Salty¶

salty.core module¶

salty.core.load_data(data_file_name, dillFile=False)[source]¶

Loads data from module_path/data/data_file_name. :param data_file_name: :type data_file_name: String. Name of csv or dill file to be loaded from :param module_path/data/data_file_name. For example ‘salt_info.csv’.:

Returns:	data – A data frame. For example with each row representing one salt and each column representing the features of a given salt.
Return type:	Pandas DataFrame

class salty.core.Benchmark[source]¶

Bases: object

static run(function)[source]¶

salty.core.check_name(user_query, index=False)[source]¶

checkName uses a database to return either SMILES or IUPAC names of cations/anions.

Default behavior is to return the SMILES encoding of an ion given the ion name as input.

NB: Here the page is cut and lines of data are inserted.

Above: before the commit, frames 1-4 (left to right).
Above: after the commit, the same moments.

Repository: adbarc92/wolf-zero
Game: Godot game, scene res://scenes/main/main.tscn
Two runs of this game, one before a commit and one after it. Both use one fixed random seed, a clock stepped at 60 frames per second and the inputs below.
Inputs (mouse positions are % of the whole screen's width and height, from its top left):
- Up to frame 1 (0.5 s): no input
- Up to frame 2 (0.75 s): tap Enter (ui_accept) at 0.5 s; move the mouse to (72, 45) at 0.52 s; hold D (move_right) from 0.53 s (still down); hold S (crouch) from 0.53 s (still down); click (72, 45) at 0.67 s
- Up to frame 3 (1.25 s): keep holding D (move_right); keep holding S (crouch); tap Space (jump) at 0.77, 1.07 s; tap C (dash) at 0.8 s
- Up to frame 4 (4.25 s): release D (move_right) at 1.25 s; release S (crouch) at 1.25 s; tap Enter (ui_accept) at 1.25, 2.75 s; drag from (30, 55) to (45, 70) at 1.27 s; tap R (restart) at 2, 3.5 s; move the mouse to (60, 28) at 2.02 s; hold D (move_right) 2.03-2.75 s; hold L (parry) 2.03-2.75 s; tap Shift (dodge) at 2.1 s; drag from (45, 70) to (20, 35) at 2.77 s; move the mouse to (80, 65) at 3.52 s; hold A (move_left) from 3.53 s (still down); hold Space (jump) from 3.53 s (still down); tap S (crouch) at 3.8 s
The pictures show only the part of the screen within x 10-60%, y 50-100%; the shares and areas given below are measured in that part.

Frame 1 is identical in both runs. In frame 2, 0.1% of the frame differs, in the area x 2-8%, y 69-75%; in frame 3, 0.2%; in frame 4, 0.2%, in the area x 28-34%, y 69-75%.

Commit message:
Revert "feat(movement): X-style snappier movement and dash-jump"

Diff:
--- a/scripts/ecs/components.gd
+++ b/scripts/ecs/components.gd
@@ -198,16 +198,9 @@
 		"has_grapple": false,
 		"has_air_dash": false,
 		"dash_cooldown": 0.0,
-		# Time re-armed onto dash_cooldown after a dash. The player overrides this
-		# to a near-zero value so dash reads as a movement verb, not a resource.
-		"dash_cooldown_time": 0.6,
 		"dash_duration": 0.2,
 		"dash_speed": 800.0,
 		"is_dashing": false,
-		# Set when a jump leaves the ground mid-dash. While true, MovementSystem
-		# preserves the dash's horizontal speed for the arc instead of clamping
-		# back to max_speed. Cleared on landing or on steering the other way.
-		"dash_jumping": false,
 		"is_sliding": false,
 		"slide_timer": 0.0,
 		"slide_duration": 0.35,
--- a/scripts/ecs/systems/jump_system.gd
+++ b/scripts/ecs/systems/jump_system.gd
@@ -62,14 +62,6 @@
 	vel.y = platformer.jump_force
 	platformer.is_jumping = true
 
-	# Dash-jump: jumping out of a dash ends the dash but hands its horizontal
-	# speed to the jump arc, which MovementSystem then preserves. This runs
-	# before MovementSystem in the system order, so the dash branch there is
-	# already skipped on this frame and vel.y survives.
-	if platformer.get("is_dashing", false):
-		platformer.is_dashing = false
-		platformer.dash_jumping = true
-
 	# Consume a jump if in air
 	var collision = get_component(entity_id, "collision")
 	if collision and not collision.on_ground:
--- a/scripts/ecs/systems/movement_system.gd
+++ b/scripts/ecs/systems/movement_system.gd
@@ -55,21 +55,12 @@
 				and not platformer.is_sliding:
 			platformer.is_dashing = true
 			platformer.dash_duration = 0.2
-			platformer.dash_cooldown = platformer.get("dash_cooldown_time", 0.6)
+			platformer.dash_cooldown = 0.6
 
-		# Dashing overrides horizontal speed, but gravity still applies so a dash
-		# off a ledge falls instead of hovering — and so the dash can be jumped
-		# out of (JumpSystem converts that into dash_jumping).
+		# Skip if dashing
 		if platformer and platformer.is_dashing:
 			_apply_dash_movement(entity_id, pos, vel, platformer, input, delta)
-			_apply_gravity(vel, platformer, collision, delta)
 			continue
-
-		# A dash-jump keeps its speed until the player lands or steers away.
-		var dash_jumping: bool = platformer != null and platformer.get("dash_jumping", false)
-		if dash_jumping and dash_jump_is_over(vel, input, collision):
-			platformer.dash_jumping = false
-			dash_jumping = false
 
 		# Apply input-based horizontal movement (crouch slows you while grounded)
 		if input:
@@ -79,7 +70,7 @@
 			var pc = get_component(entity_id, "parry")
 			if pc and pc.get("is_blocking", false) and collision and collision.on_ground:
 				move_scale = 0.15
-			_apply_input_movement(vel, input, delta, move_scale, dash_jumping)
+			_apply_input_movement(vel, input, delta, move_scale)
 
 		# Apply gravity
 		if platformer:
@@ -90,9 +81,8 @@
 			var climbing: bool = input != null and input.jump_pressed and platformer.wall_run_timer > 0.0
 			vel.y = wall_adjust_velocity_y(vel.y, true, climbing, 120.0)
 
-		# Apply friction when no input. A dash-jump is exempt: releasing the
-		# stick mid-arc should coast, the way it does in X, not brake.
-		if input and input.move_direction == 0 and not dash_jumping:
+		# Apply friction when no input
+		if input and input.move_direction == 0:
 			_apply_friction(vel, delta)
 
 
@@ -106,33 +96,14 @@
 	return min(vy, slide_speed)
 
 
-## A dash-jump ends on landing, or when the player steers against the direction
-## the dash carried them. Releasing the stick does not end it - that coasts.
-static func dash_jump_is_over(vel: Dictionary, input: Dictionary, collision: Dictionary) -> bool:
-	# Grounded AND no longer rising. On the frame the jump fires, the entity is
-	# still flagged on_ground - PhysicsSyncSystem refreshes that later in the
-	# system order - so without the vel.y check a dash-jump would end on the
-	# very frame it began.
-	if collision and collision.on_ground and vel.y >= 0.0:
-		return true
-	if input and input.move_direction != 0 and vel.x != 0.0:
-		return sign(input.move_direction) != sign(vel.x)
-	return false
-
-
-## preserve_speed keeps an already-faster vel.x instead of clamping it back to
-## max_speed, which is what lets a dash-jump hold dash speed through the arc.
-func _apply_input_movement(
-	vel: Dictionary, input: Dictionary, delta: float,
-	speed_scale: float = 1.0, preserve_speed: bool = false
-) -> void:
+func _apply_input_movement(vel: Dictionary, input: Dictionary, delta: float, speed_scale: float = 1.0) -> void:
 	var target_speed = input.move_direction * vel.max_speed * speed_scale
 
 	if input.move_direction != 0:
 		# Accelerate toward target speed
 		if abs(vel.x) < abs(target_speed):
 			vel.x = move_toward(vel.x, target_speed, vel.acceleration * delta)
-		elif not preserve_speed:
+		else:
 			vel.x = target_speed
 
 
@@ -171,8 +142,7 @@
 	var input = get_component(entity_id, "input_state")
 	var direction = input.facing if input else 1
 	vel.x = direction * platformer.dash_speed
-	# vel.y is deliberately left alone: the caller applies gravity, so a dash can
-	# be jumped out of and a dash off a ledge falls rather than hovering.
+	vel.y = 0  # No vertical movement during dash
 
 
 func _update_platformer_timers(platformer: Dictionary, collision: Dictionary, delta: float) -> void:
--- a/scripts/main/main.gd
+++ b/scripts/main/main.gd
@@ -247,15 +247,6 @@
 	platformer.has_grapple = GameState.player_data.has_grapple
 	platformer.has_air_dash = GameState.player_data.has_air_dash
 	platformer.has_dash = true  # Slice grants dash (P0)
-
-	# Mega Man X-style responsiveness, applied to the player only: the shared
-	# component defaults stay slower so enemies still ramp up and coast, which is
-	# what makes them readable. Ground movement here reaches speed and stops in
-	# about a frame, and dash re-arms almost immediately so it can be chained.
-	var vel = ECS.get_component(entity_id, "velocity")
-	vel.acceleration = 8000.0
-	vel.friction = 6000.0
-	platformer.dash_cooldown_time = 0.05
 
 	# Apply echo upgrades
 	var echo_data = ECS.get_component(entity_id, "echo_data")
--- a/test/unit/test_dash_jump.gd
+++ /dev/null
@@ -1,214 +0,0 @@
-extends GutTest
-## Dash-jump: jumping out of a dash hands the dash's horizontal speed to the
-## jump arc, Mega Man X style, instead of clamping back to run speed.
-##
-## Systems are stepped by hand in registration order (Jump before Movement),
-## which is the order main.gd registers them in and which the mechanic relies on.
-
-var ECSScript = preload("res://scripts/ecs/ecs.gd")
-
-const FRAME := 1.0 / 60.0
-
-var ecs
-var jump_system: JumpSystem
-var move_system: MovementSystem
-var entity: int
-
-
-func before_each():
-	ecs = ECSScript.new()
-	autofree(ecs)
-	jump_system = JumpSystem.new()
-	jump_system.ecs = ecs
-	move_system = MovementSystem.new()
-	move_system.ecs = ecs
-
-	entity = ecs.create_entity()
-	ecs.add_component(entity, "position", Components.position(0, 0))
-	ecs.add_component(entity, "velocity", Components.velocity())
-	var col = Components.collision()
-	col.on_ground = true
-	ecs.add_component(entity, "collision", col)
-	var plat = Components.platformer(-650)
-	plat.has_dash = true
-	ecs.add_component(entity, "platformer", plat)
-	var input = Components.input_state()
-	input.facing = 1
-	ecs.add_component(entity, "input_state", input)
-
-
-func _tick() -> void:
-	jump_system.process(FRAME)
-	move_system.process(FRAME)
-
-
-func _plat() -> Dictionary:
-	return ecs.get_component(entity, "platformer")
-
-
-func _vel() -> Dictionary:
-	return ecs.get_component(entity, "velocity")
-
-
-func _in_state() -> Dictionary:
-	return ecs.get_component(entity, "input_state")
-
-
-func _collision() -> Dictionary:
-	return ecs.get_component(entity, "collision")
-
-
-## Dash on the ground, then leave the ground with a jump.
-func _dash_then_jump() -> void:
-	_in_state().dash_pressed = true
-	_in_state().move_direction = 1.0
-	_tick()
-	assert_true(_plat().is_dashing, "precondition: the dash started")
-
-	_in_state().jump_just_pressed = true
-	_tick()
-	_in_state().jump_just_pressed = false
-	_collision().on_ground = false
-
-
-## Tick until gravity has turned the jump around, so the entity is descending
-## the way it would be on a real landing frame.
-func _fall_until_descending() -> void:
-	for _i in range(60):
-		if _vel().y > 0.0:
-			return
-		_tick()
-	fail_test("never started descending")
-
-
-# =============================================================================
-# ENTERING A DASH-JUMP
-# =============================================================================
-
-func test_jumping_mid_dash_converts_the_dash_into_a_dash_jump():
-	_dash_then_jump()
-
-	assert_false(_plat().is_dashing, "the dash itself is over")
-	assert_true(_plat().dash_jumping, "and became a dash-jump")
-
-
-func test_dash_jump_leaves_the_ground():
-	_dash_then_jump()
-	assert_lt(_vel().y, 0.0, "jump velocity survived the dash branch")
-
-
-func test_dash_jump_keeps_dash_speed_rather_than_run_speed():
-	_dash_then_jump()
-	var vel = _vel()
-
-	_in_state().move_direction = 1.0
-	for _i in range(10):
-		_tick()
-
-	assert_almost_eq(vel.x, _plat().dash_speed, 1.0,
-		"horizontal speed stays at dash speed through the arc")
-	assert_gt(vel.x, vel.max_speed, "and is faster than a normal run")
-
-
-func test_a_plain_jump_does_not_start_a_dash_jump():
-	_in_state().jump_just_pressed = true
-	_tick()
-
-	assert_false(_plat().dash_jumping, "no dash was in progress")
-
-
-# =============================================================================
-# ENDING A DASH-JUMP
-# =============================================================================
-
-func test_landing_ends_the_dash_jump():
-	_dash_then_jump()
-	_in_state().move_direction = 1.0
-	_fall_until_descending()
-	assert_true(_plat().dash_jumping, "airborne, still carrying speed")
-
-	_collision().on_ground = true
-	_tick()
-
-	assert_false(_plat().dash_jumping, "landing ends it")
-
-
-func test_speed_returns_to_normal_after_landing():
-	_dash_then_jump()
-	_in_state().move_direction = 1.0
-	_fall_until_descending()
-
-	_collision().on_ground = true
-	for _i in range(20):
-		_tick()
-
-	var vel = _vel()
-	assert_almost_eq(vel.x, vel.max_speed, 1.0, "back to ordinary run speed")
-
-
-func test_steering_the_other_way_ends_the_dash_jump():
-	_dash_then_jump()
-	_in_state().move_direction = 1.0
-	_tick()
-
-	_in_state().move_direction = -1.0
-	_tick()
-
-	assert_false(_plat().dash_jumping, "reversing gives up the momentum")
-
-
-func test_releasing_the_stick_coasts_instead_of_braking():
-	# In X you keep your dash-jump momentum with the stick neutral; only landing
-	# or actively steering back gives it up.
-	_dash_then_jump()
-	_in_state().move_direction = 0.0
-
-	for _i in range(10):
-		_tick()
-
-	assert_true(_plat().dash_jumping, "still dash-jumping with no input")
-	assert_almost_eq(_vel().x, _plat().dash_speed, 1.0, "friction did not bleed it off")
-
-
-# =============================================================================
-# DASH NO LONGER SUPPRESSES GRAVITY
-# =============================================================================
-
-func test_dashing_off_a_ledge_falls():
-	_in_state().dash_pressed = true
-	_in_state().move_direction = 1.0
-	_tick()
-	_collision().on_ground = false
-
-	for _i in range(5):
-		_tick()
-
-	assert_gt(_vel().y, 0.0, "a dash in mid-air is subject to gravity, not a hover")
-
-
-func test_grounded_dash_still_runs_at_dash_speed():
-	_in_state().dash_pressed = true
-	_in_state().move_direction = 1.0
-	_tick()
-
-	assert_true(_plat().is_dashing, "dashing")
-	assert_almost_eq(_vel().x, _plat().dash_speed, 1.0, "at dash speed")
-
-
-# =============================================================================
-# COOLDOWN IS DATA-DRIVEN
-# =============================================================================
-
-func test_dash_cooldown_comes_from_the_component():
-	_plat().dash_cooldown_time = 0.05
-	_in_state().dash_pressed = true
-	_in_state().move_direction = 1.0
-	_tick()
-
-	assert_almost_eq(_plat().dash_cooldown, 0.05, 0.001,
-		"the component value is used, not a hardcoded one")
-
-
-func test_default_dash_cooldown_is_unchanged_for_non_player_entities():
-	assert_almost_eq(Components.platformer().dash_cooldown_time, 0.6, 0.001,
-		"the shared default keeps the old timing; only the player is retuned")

Parameters:	user_query (str) – string that will be used to query the database.
Returns:	output – either the name of the salt, cation, or anion; or SMILES of the salt, cation, or anion (SMILES for the salt are written as the cation and ion SMILES strings separated by a comma)
Return type:	str

class salty.core.dev_model(coef_data, data_summary, data)[source]¶

Bases: object

the dev_model is the properly formated object to be passed to machine learning engine. The input features are all scaled and centered, the data summary describes the distribution of the data (in terms of state variables and output values).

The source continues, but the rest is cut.